Les immunothérapies par inhibiteur de checkpoints immunitaires (ICI) utilisées dans de très nombreux cancers peuvent provoquer de nombreux effets secondaires d'ordre immun, parmi lesquels des myocardites, qui sont rares mais à risque important de conduire à un décès, rappellent Hassan Abushukair du Stephenson Cancer Center à Oklahoma City et ses collègues.
D'après l'étude présentée par le Dr Abushukair, ce sont les myocardites survenues dans le premier mois de traitement qui sont les plus à risque de conduire à un décès. Le niveau de risque est alors 2 à 2,6 fois plus important par rapport aux cas survenus entre un mois et un an après initiation de l'immunothérapie.
"Notre analyse montre que le premier mois suivant le début d'un traitement par ICI constitue une période cruciale pour évaluer le risque de décès par myocardite chez les patients. Si un patient sous ICI développe une myocardite au cours de ces 30 premiers jours, c'est un signal d'alarme", a-t-il déclaré, cité dans un communiqué de l'AACR. "Cela donne aux cliniciens une fenêtre temporelle exploitable pour déterminer pour qui le traitement par ICI peut être dangereux."
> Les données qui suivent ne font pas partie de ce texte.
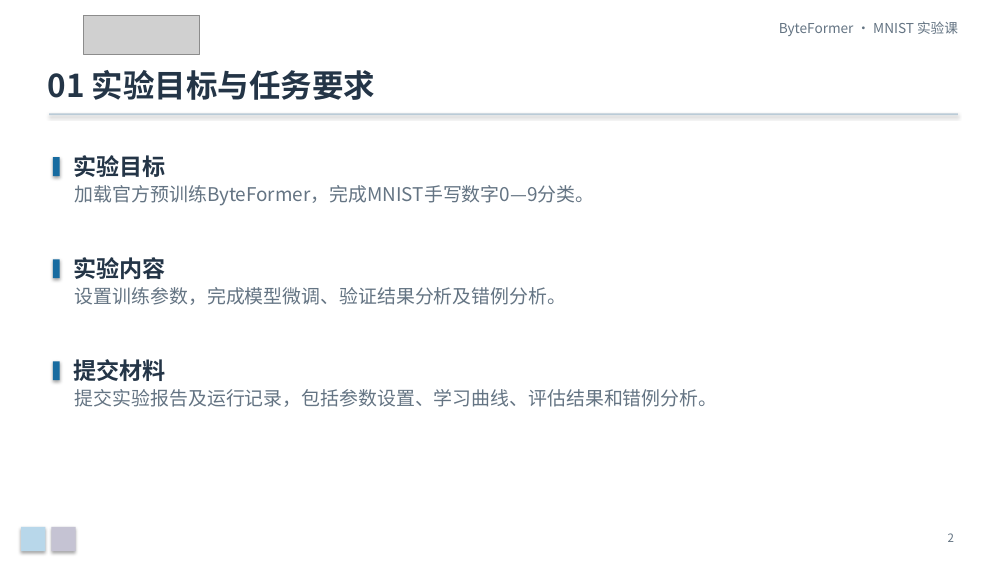
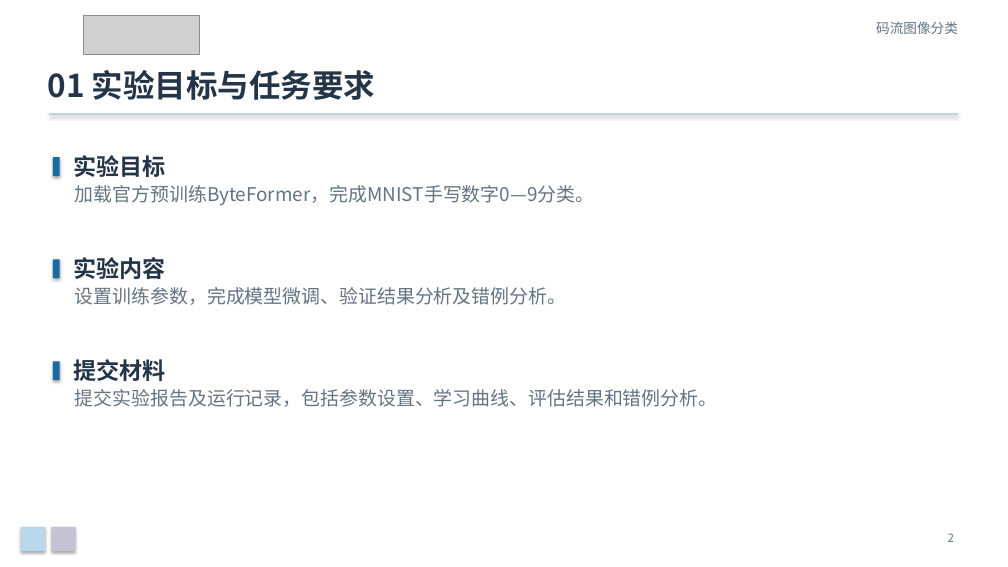
Before and after one commit to Franklin-L/byteformer-mnist-course, a slide deck: slide 2 of docs/ByteFormer_MNIST_零基础实验课.pptx. Drawn at 1008x567 pixels with LibreOffice and Linux fonts; fonts in the diff are those of the drawing; grey boxes stand for pictures. Boxes give left, top, right and bottom in pixels: in the first picture for what was removed or moved away, otherwise in the second. Text is boxed around its words. In the diff, an @@ line names an element or a change of style, - is before the commit and + after.

```diff
--- a/docs/ByteFormer_MNIST_零基础实验课.pptx
+++ b/docs/ByteFormer_MNIST_零基础实验课.pptx
@@ text at (876,22,958,34): text changed @@
-ByteFormer · MNIST 实验课
+码流图像分类
```
Also in this commit, not shown: 15 other slides changed, 10 other files.
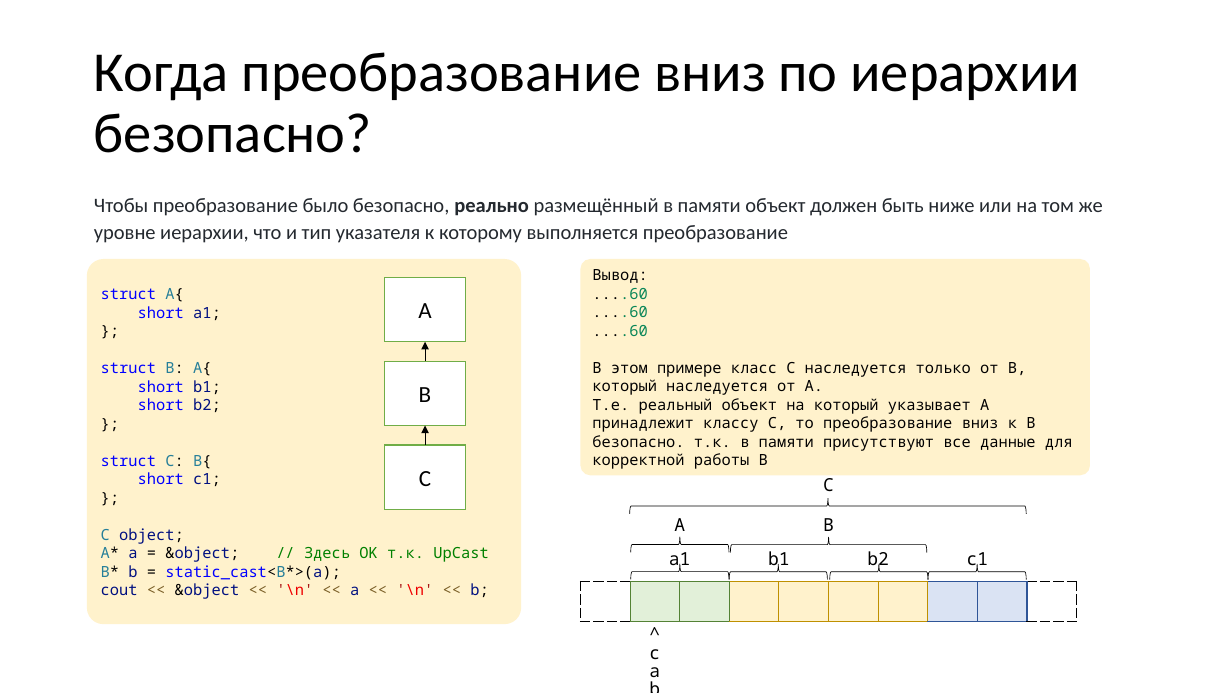
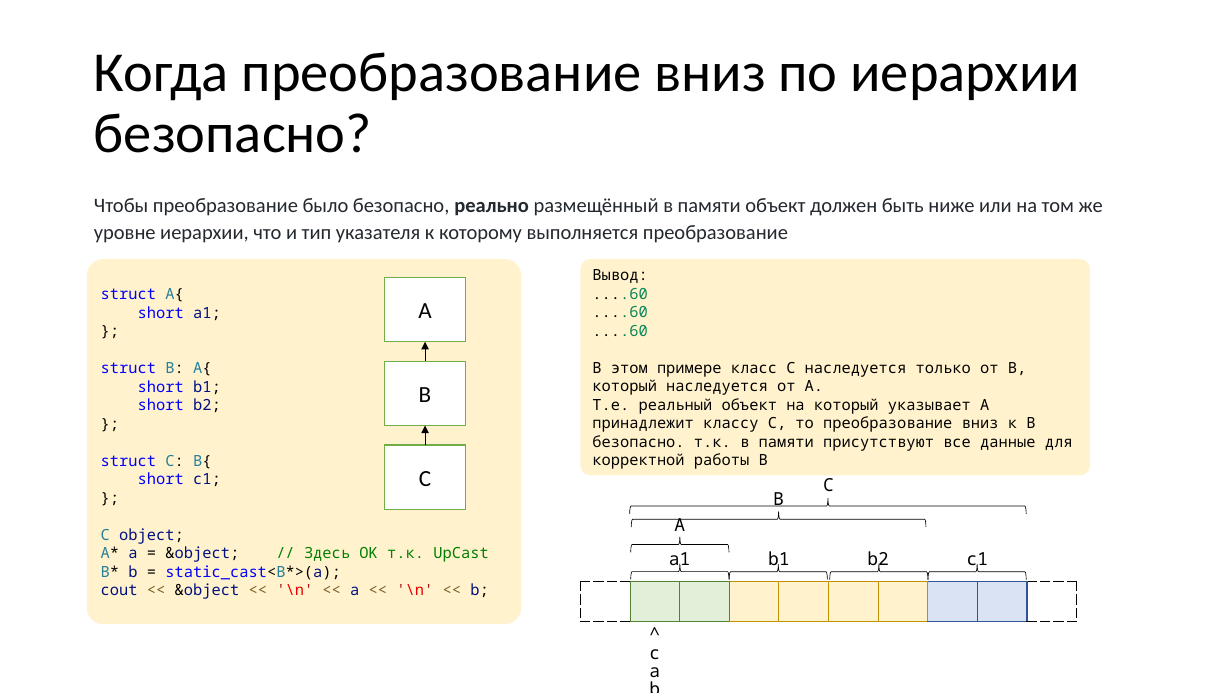
Before and after one commit to VladimirChabanov/alg_and_prog_2025, a slide deck: slide 65 of 01_lectures/lecture_09/presentation_cpp.pptx. Drawn at 1232x693 pixels with LibreOffice and Linux fonts; fonts in the diff are those of the drawing. Boxes give left, top, right and bottom in pixels: in the first picture for what was removed or moved away, otherwise in the second. Text is boxed around its words. In the diff, an @@ line names an element or a change of style, - is before the commit and + after.

```diff
--- a/01_lectures/lecture_09/presentation_cpp.pptx
+++ b/01_lectures/lecture_09/presentation_cpp.pptx
@@ table at (580,461,1080,693) @@
-row 2, column 4: B
+row 2, column 4: 
@@ text added at (773,492,784,507), 14 pt, text #000000 @@
+B
@@ left brace: place and size @@
-left brace at (730,537,927,553)
+left brace at (631,511,926,527)
```
Also in this commit, not shown: 7 other slides changed, 2 other files.
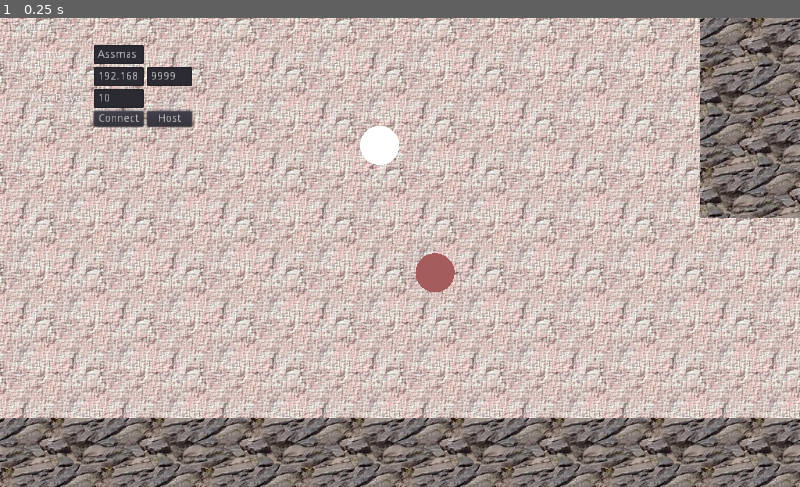
Above: before the commit, frame 1.
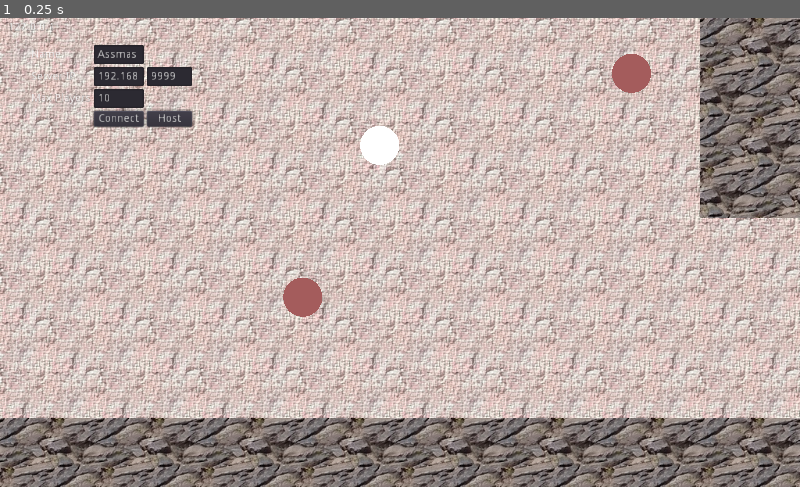
Above: after the commit, the same moment.

Repository: vixus0/ballsparty
Game: Godot game, scene res://root.tscn
Same seed, same stepped clock (60 frames per second), same inputs: the game is played once before the commit and once after it.
Inputs:
- Up to frame 1 (0.25 s): no input

The runs differ from the first frame. In frame 1, 1.0% of the frame differs, in the area x 35-82%, y 7-64%.
Error in both runs: Invalid get index '0' (on base: 'Array'). (res://root.gd:24)

Commit message:
Audio recording and replay - first attempt (horrible clicking or buzzing)

Diff:
--- /dev/null
+++ b/AudioStreamPlayer.gd
@@ -0,0 +1,42 @@
+extends AudioStreamPlayer
+
+var playback
+
+var effect
+var recording
+var tick = 0.0
+var PERIOD = 5
+
+func _ready():
+	var idx = AudioServer.get_bus_index("Record")
+	# And use it to retrieve its first effect, which has been defined
+	# as an "AudioEffectRecord" resource.
+	effect = AudioServer.get_bus_effect(idx, 0)
+
+	effect.set_recording_active(true)
+
+func _process(delta):
+	tick += delta
+	if tick > PERIOD:
+		tick = 0
+
+		effect.set_recording_active(false)
+		recording = effect.get_recording()
+		print('recording', recording)
+		print(recording.format)
+		print(recording.mix_rate)
+		print(recording.stereo)
+		var data = recording.get_data()
+		print('data', data, data.size())
+		self.stream = recording
+		recording.save_to_wav('test.wav')
+		self.play()
+
+		# Sleep for 3 seconds
+		var t = Timer.new()
+		t.set_wait_time(3)
+		add_child(t)
+		t.start()
+		yield(t, "timeout")
+
+		self.stop()
--- /dev/null
+++ b/audio.gd
@@ -0,0 +1,17 @@
+extends AudioStreamPlayer2D
+
+var playback: AudioStreamGeneratorPlayback
+
+func _ready():
+	playback = get_stream_playback()
+	AudioServer.capture_start()
+
+func _process(delta):
+	var in_buf = AudioServer.get_capture_buffer()
+	var len_bytes = AudioServer.get_capture_size()
+	var frames = playback.get_frames_available()
+
+	var buf: PoolVector2Array
+	for i in range(0,min(len_bytes, frames)):
+		buf.append(Vector2(1.0,1.0) * in_buf[i])
+	playback.push_buffer(buf)
--- /dev/null
+++ b/default_bus_layout.tres
@@ -0,0 +1,14 @@
+[gd_resource type="AudioBusLayout" load_steps=2 format=2]
+
+[sub_resource type="AudioEffectRecord" id=1]
+resource_name = "Record"
+
+[resource]
+bus/1/name = "Record"
+bus/1/solo = false
+bus/1/mute = false
+bus/1/bypass_fx = false
+bus/1/volume_db = 0.0672607
+bus/1/send = "Master"
+bus/1/effect/0/effect = SubResource( 1 )
+bus/1/effect/0/enabled = true
--- a/project.godot
+++ b/project.godot
@@ -19,6 +19,10 @@
 run/main_scene="res://root.tscn"
 config/icon="res://icon.png"
 
+[audio]
+
+enable_audio_input=true
+
 [display]
 
 window/stretch/mode="2d"
--- a/root.tscn
+++ b/root.tscn
@@ -1,15 +1,16 @@
-[gd_scene load_steps=11 format=2]
+[gd_scene load_steps=13 format=2]
 
 [ext_resource path="res://ball.tscn" type="PackedScene" id=1]
 [ext_resource path="res://cleves.ogg" type="AudioStream" id=2]
 [ext_resource path="res://root.gd" type="Script" id=3]
 [ext_resource path="res://tilemap.jpg" type="Texture" id=4]
 [ext_resource path="res://laptop.png" type="Texture" id=5]
-
-[sub_resource type="ConvexPolygonShape2D" id=6]
+[ext_resource path="res://AudioStreamPlayer.gd" type="Script" id=6]
+
+[sub_resource type="ConvexPolygonShape2D" id=1]
 points = PoolVector2Array( 128, 128, 0, 128, 0, 0, 128, 0 )
 
-[sub_resource type="TileSet" id=5]
+[sub_resource type="TileSet" id=2]
 0/name = "tilemap.jpg 0"
 0/texture = ExtResource( 4 )
 0/tex_offset = Vector2( 0, 0 )
@@ -46,17 +47,19 @@
 1/shapes = [  ]
 1/z_index = 0
 
-[sub_resource type="RectangleShape2D" id=7]
+[sub_resource type="RectangleShape2D" id=3]
 extents = Vector2( 135.707, 107.113 )
 
-[sub_resource type="SpatialMaterial" id=3]
+[sub_resource type="SpatialMaterial" id=4]
 albedo_color = Color( 0.141176, 0.207843, 0.411765, 1 )
 
-[sub_resource type="SphereMesh" id=4]
-material = SubResource( 3 )
+[sub_resource type="SphereMesh" id=5]
+material = SubResource( 4 )
 radius = 25.0
 height = 50.0
 
+[sub_resource type="AudioStreamGenerator" id=6]
+
 [node name="root" type="Node2D"]
 script = ExtResource( 3 )
 
@@ -65,32 +68,43 @@
 
 [node name="TileMap" type="TileMap" parent="level"]
 position = Vector2( 0, 1 )
-tile_set = SubResource( 5 )
+tile_set = SubResource( 2 )
 cell_size = Vector2( 128, 128 )
 cell_quadrant_size = 64
 format = 1
-tile_data = PoolIntArray( -851961, 0, 0, -851960, 0, 0, -851 …(2080 unchanged characters)…  -327662, 1, 0, -327661, 1, 0, -327660, 1, 0, -327659, 1, 0, -327658, 1, 0, -3276 …(2094 unchanged characters)…
-
-[node name="RigidBody2D" type="RigidBody2D" parent="level"]
+tile_data = PoolIntArray( -851961, 0, 0, -851960, 0, 0, -851 …(2080 unchanged characters)…  -327662, 1, 0, -327661, 1, 0, -327660, 0, 0, -327659, 1, 0, -327658, 1, 0, -3276 …(2094 unchanged characters)…
+
+[node name="schmie" type="RigidBody2D" parent="level"]
 position = Vector2( 2663.13, -808.887 )
 
-[node name="CollisionShape2D" type="CollisionShape2D" parent="level/RigidBody2D"]
-shape = SubResource( 7 )
-
-[node name="Sprite" type="Sprite" parent="level/RigidBody2D"]
+[node name="CollisionShape2D" type="CollisionShape2D" parent="level/schmie"]
+shape = SubResource( 3 )
+
+[node name="Sprite" type="Sprite" parent="level/schmie"]
 texture = ExtResource( 5 )
 
 [node name="shouter" type="Node2D" parent="."]
-position = Vector2( 557, 326 )
+position = Vector2( 387.522, 357.168 )
 
 [node name="mesh" type="MeshInstance2D" parent="shouter"]
 modulate = Color( 0.643137, 0.360784, 0.360784, 1 )
-mesh = SubResource( 4 )
+mesh = SubResource( 5 )
 
 [node name="audio" type="AudioStreamPlayer2D" parent="shouter"]
 stream = ExtResource( 2 )
-autoplay = true
 max_distance = 500.0
+
+[node name="shouter2" type="Node2D" parent="."]
+position = Vector2( 808.295, 70.8095 )
+
+[node name="mesh" type="MeshInstance2D" parent="shouter2"]
+modulate = Color( 0.643137, 0.360784, 0.360784, 1 )
+mesh = SubResource( 5 )
+
+[node name="AudioStreamPlayer" type="AudioStreamPlayer" parent="shouter2"]
+stream = SubResource( 6 )
+bus = "Record"
+script = ExtResource( 6 )
 
 [node name="lobby" type="Node" parent="."]
 
Not shown: 1 places in root.tscn that only renumber resources
Not shown, added: test.wav.import
Not shown, added: test.wav
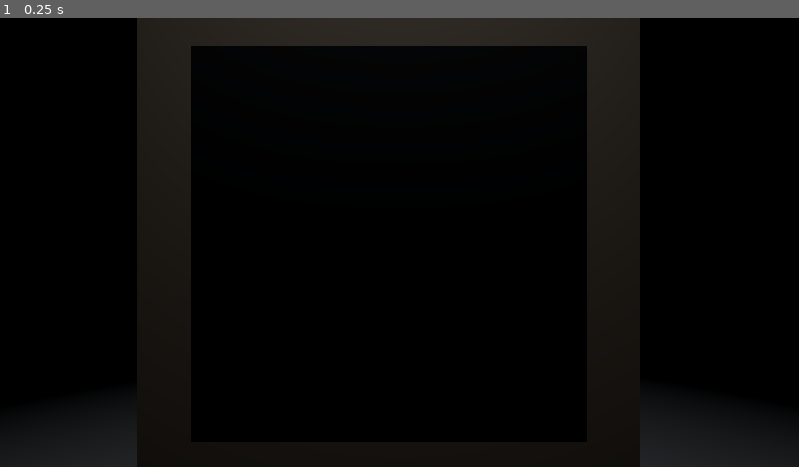
Above: before the commit, frame 1.
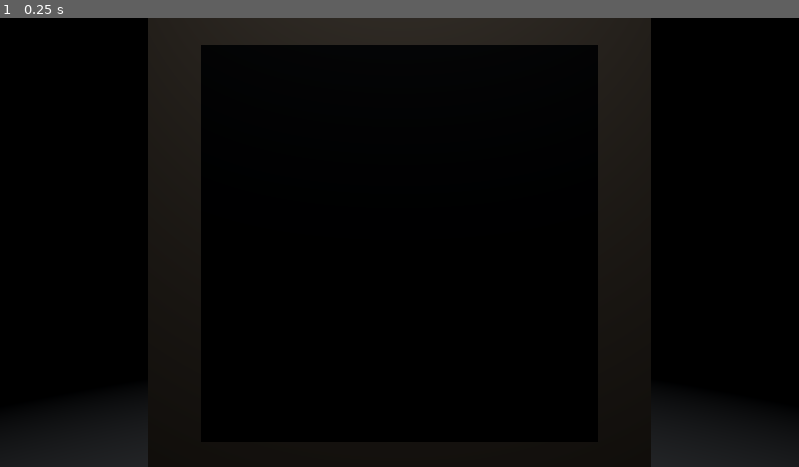
Above: after the commit, the same moment.

Repository: megajolt/Alchemist-Trade-Ltd.
Game: Godot game, scene res://maingame.tscn
The game is run twice, just before and just after one commit, with the same random seed, the same clock (stepped at 60 frames per second) and the same inputs.
Inputs:
- Up to frame 1 (0.25 s): no input

The runs differ from the first frame. In frame 1, 3.3% of the frame differs, in the area x 17-82%, y 0-100%.

Commit message:
Player Rotation On Button Click

Diff:
--- /dev/null
+++ b/Scripts/RotationScript.gd
@@ -0,0 +1,17 @@
+extends Camera3D
+
+
+# Called when the node enters the scene tree for the first time.
+func _ready():
+	pass # Replace with function body.
+
+func _input(event):
+	if(event.is_action_pressed("rotateLeft")):
+		rotate_y(-1.57)
+	if(event.is_action_pressed("rotateRight")):
+		rotate_y(1.57)
+	pass
+
+# Called every frame. 'delta' is the elapsed time since the previous frame.
+func _process(delta):
+	pass
--- a/maingame.tscn
+++ b/maingame.tscn
@@ -1,10 +1,11 @@
-[gd_scene load_steps=6 format=3 uid="uid://epfff3hv30c5"]
+[gd_scene load_steps=7 format=3 uid="uid://epfff3hv30c5"]
 
 [ext_resource type="BoxMesh" uid="uid://btkygyfsc0ftr" path="res://3DAssets/StationMonitor.tres" id="1_asoov"]
 [ext_resource type="Material" uid="uid://llbyixehepnt" path="res://Materials/ComputerBodyMat.tres" id="2_kvgqo"]
 [ext_resource type="PlaneMesh" uid="uid://cd2kbnl1spwo8" path="res://3DAssets/Desk.tres" id="2_srt65"]
 [ext_resource type="PlaneMesh" uid="uid://ds83btb76ktu8" path="res://3DAssets/Screen.tres" id="3_p5fwf"]
 [ext_resource type="Material" uid="uid://clg4cyrvmdafk" path="res://Materials/ScreenMat.tres" id="4_4mhtl"]
+[ext_resource type="Script" path="res://Scripts/RotationScript.gd" id="5_5g6tk"]
 
 [node name="Node3D" type="Node3D"]
 
@@ -15,13 +16,13 @@
 surface_material_override/0 = ExtResource("2_kvgqo")
 
 [node name="Screen" type="MeshInstance3D" parent="Ingredient Stocks"]
-transform = Transform3D(-4.37114e-08, -1, 0, 1, -4.37114e-08, 0, 0, 0, 1, -0.190638, 0.004559, 0.000715941)
+transform = Transform3D(-4.37114e-08, -1, 0, 1, -4.37114e-08, 0, 0, 0, 1, -0.191, 0, 0)
 mesh = ExtResource("3_p5fwf")
 skeleton = NodePath("../..")
 surface_material_override/0 = ExtResource("4_4mhtl")
 
 [node name="Ingredient Market" type="MeshInstance3D" parent="."]
-transform = Transform3D(1, 0, 0, 0, 1, 0, 0, 0, 1, -0.008, 0.19, -0.485)
+transform = Transform3D(1, 0, 0, 0, 1, 0, 0, 0, 1, 0, 0.19, -0.485)
 mesh = ExtResource("1_asoov")
 surface_material_override/0 = ExtResource("2_kvgqo")
 
@@ -35,7 +36,6 @@
 transform = Transform3D(1, 0, 0, 0, 1, 0, 0, 0, 1, -0.485, 0.19, 0)
 mesh = ExtResource("1_asoov")
 skeleton = NodePath("../Ingredient Market")
-surface_material_override/0 = ExtResource("2_kvgqo")
 
 [node name="Screen" type="MeshInstance3D" parent="Recipe Lookup"]
 transform = Transform3D(-4.37114e-08, 1, 0, -1, -4.37114e-08, 0, 0, 0, 1, 0.191, 0, 0)
@@ -56,8 +56,9 @@
 surface_material_override/0 = ExtResource("4_4mhtl")
 
 [node name="Camera3D" type="Camera3D" parent="."]
-transform = Transform3D(1, 0, 0, 0, 1, 0, 0, 0, 1, 0, 0.191, 0)
+transform = Transform3D(1.19249e-08, 0, -1, 0, 1, 0, 1, 0, 1.19249e-08, 0, 0.191, 0)
 fov = 60.0
+script = ExtResource("5_5g6tk")
 
 [node name="SpotLight3D" type="SpotLight3D" parent="."]
 transform = Transform3D(1, 0, 0, 0, -4.37114e-08, 1, 0, -1, -4.37114e-08, 0, 1.25583, 0)
--- a/project.godot
+++ b/project.godot
@@ -15,6 +15,19 @@
 config/features=PackedStringArray("4.2", "GL Compatibility")
 config/icon="res://icon.svg"
 
+[input]
+
+rotateLeft={
+"deadzone": 0.5,
+"events": [Object(InputEventKey,"resource_local_to_scene":false,"resource_name":"","device":0,"window_id":0,"alt_pressed":false,"shift_pressed":false,"ctrl_pressed":false,"meta_pressed":false,"pressed":false,"keycode":0,"physical_keycode":4194319,"key_label":0,"unicode":0,"echo":false,"script":null)
+]
+}
+rotateRight={
+"deadzone": 0.5,
+"events": [Object(InputEventKey,"resource_local_to_scene":false,"resource_name":"","device":0,"window_id":0,"alt_pressed":false,"shift_pressed":false,"ctrl_pressed":false,"meta_pressed":false,"pressed":false,"keycode":0,"physical_keycode":4194321,"key_label":0,"unicode":0,"echo":false,"script":null)
+]
+}
+
 [rendering]
 
 renderer/rendering_method="gl_compatibility"

Les myocardites liées à l'immunothérapie sont aussi plus à risque de conduire à un décès quand elles sont concomitantes à une myosite et à une myasthénie -cette co-occurrence de troubles neuromusculaires étant qualifiée de syndrome de chevauchement triple M (TMOS). Les patients avec un TMOS sous immunothérapie auraient ainsi un risque 2,7 fois plus important de décès que les patients ayant uniquement développé une myocardite.
Ces résultats proviennent d'analyses réalisées à partir des données de la base de pharmacovigilance Vigibase de l'Organisation mondiale de la santé (OMS). Y ont été recensés 2.641 cas de myocardites survenues sous immunothérapie, dont 20,9 % étaient concomitants à une myosite ou une myasthénie, et 7,7 % inclus dans un TMOS.
La précocité de la myocardite et sa co-occurrence avec d'autres troubles neuromusculaires sont deux facteurs associés, car 80,8 % des TMOS sont survenus dans le premier mois de traitement, contre 50,1 % des cas isolés de myocardite.
Par rapport aux myocardites seules, les TMOS déclarés ont été détectés chez des patients plus âgés (75 ans en médiane, vs 68 ans), plus masculins (66 % d'hommes vs 57 %), et davantage dans des mélanomes (36 % des cas vs 17 %).
Pour les patients à risque cardiaque, le Dr Abushukair a conseillé un suivi rapproché et une éducation renforcée des patients plutôt que de les priver d'office d'une immunothérapie.